> **Work required**:
Lines of the listing below that contain the string "union" are to be returned.

> **Supplied data**:

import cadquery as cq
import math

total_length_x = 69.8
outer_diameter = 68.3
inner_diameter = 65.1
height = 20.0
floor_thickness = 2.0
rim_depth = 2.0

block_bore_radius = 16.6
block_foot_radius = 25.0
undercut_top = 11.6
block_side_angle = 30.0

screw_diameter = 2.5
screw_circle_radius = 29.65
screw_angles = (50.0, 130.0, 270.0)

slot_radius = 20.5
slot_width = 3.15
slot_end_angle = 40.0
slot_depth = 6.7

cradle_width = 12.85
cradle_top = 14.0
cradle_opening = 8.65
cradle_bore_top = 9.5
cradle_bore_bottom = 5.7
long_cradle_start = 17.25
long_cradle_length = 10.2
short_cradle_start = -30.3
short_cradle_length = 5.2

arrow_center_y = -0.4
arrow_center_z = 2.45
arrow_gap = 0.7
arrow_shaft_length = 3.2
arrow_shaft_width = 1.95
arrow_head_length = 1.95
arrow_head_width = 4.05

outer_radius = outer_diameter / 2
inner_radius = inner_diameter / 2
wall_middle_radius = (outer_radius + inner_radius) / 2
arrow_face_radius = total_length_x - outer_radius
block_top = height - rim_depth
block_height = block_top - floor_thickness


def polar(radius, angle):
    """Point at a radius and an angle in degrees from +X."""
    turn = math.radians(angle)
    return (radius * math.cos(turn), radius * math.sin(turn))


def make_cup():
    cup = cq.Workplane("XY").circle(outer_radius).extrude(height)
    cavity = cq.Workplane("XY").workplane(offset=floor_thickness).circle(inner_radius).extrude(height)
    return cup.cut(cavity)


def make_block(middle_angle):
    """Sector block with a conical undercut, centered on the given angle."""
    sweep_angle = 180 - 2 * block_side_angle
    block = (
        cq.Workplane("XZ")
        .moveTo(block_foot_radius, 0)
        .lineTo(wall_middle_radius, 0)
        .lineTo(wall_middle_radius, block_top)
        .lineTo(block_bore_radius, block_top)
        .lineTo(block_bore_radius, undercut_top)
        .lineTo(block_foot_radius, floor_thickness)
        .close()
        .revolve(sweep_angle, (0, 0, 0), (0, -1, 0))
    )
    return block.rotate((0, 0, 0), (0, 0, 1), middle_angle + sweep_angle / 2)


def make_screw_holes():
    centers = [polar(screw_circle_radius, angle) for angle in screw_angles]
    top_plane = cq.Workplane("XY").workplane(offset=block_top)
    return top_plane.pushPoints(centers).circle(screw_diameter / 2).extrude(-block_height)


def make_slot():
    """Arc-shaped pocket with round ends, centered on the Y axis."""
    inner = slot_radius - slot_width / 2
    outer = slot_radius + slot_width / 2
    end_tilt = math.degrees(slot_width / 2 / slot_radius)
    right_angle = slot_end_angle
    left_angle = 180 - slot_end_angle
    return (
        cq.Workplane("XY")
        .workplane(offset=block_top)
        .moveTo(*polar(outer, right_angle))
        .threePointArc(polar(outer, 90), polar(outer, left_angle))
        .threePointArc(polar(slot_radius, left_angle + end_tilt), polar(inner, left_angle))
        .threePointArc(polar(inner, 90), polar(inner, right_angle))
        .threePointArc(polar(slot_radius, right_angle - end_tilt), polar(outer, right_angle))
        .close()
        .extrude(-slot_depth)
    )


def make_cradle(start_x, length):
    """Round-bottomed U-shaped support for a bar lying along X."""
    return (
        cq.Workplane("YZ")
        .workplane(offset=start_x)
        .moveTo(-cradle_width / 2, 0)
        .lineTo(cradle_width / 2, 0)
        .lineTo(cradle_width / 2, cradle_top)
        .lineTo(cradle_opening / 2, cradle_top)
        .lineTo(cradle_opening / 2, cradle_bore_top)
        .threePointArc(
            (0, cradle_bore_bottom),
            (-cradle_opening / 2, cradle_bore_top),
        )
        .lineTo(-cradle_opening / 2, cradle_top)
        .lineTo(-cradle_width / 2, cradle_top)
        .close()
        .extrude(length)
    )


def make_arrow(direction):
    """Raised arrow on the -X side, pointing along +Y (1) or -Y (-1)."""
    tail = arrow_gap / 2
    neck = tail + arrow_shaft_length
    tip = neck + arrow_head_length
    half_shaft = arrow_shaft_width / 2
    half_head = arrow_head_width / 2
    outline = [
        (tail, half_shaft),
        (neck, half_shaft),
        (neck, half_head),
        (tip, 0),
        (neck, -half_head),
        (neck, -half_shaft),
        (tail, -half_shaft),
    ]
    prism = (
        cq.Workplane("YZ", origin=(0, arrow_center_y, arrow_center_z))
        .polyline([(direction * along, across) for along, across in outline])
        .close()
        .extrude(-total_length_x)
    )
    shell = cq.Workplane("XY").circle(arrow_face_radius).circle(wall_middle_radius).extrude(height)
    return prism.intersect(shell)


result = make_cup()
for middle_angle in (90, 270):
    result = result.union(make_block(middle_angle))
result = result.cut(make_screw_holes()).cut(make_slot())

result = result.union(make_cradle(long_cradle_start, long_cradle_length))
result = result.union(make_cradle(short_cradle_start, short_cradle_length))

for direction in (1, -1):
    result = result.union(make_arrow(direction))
==
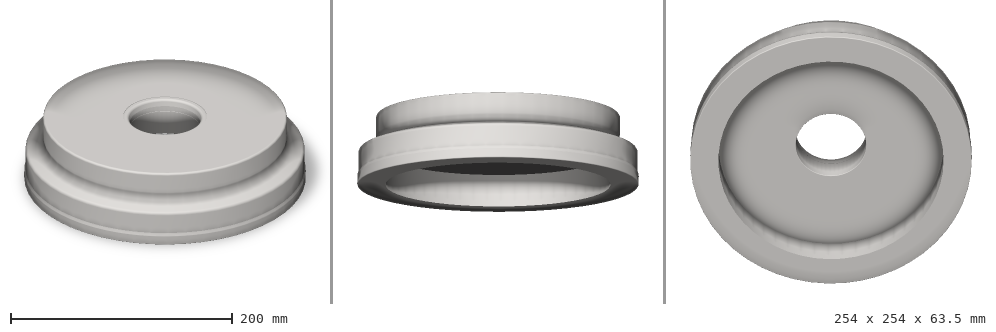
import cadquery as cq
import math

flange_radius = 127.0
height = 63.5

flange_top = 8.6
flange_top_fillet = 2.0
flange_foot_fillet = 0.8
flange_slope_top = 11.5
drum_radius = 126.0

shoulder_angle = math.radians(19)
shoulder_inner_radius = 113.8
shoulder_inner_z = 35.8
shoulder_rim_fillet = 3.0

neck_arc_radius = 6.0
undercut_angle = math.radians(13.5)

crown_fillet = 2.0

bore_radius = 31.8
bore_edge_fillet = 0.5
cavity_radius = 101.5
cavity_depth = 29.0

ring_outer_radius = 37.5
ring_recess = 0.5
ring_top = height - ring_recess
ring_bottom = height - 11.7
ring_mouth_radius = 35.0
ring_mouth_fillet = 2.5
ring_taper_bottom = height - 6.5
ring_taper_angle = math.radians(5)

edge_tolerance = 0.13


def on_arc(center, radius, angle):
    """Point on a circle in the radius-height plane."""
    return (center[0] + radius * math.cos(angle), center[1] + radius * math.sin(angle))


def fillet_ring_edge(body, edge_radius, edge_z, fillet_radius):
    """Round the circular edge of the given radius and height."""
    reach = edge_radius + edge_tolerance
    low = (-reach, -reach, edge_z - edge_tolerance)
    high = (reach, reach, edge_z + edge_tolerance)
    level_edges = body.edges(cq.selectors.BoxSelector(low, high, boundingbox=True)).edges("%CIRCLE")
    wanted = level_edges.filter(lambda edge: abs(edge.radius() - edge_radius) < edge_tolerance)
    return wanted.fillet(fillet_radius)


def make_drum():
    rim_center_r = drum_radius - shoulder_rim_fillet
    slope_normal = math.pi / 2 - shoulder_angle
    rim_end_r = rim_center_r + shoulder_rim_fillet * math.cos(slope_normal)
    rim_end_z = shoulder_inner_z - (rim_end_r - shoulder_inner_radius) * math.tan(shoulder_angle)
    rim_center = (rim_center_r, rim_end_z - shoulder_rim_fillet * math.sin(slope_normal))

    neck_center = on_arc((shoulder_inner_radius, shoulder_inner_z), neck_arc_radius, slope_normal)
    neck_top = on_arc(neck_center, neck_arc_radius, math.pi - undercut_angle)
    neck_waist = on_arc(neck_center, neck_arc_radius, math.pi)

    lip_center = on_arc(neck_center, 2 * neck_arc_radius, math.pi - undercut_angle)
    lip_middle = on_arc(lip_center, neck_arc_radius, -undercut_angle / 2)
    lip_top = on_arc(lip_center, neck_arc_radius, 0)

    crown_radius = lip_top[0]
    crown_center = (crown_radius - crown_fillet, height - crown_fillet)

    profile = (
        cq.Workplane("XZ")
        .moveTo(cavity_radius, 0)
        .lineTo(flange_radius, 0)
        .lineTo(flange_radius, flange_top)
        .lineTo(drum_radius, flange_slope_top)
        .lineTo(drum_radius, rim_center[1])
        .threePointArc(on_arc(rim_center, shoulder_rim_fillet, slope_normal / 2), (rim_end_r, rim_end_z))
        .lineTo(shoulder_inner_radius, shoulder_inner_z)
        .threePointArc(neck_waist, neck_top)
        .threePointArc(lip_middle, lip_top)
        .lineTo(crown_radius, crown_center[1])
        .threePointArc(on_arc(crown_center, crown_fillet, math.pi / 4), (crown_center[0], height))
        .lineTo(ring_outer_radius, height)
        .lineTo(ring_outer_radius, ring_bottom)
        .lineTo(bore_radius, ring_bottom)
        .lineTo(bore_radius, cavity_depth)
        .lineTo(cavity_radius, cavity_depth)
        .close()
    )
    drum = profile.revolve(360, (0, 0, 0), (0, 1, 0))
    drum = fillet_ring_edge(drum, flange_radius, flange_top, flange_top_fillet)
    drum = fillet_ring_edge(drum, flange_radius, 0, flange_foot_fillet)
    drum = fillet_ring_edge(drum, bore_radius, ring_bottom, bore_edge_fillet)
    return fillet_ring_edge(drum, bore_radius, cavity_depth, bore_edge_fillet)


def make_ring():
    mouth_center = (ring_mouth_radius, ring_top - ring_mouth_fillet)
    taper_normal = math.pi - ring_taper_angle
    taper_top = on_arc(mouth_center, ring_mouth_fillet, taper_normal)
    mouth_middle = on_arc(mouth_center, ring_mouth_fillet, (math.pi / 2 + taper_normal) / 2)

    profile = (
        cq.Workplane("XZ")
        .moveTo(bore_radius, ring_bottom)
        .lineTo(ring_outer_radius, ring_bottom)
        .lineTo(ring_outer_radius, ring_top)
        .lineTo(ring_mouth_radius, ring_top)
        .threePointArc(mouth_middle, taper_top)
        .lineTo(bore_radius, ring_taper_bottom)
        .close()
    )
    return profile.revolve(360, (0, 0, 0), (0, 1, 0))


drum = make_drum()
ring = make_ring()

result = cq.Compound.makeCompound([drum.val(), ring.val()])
--
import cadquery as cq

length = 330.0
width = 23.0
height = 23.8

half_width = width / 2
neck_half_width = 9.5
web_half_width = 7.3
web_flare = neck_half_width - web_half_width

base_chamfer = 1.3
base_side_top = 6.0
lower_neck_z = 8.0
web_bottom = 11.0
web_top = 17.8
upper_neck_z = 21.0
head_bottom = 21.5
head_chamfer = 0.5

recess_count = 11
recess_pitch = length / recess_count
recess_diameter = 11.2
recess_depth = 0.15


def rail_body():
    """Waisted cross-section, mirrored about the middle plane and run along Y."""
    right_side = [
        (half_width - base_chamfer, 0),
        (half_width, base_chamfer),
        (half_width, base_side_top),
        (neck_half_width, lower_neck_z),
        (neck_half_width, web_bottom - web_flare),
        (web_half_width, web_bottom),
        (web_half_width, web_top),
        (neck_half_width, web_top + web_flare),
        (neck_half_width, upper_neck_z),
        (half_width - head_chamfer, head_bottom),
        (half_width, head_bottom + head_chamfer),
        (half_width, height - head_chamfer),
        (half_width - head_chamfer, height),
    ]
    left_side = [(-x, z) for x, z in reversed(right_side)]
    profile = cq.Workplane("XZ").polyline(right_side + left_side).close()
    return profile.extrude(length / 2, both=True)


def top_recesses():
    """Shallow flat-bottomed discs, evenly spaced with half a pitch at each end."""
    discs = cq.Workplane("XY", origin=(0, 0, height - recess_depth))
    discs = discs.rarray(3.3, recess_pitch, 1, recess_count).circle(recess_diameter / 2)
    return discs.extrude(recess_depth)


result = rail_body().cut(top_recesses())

> **Task answer**:
    result = result.union(make_block(middle_angle))
result = result.union(make_cradle(long_cradle_start, long_cradle_length))
result = result.union(make_cradle(short_cradle_start, short_cradle_length))
    result = result.union(make_arrow(direction))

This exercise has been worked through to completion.